─── Stored data ───

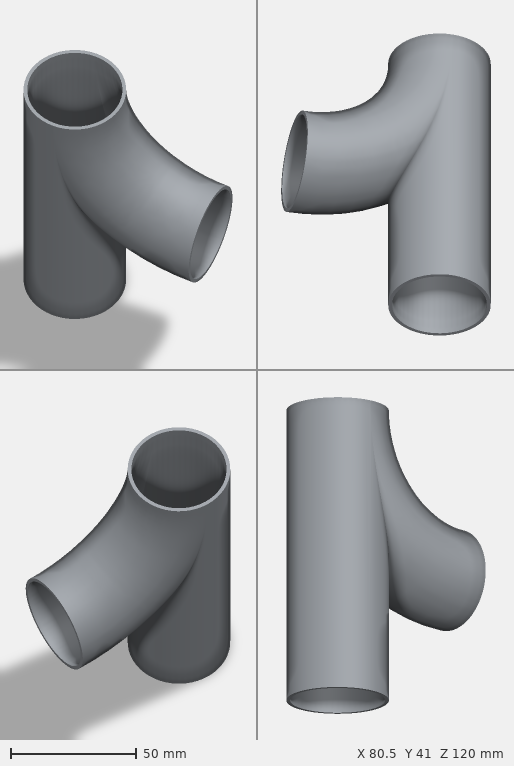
import cadquery as cq

outer_diameter = 41.0
bore_diameter = 38.0
run_length = 120.0
bend_radius = 60.0
bend_angle = 90.0


def straight_run(diameter):
    """Solid cylinder along Z, standing on the XY plane."""
    return cq.Workplane("XY").circle(diameter / 2).extrude(run_length)


def branch_bend(diameter):
    """Solid quarter bend from the top of the run, down and round to face +X."""
    top_plane = cq.Plane(origin=(0, 0, run_length), xDir=(-1, 0, 0), normal=(0, 0, 1))
    bend_axis_start = (-bend_radius, 0)
    bend_axis_end = (-bend_radius, 1)
    section = cq.Workplane(top_plane).circle(diameter / 2)
    return section.revolve(bend_angle, bend_axis_start, bend_axis_end)


def tee(diameter):
    """Run and branch of one diameter, joined."""
    return straight_run(diameter).union(branch_bend(diameter))


result = tee(outer_diameter).cut(tee(bore_diameter))

───

• **Try it**: A complete answer gives every line of the records holding "Solid".

• **Exercise response**:
    """Solid cylinder along Z, standing on the XY plane."""
    """Solid quarter bend from the top of the run, down and round to face +X."""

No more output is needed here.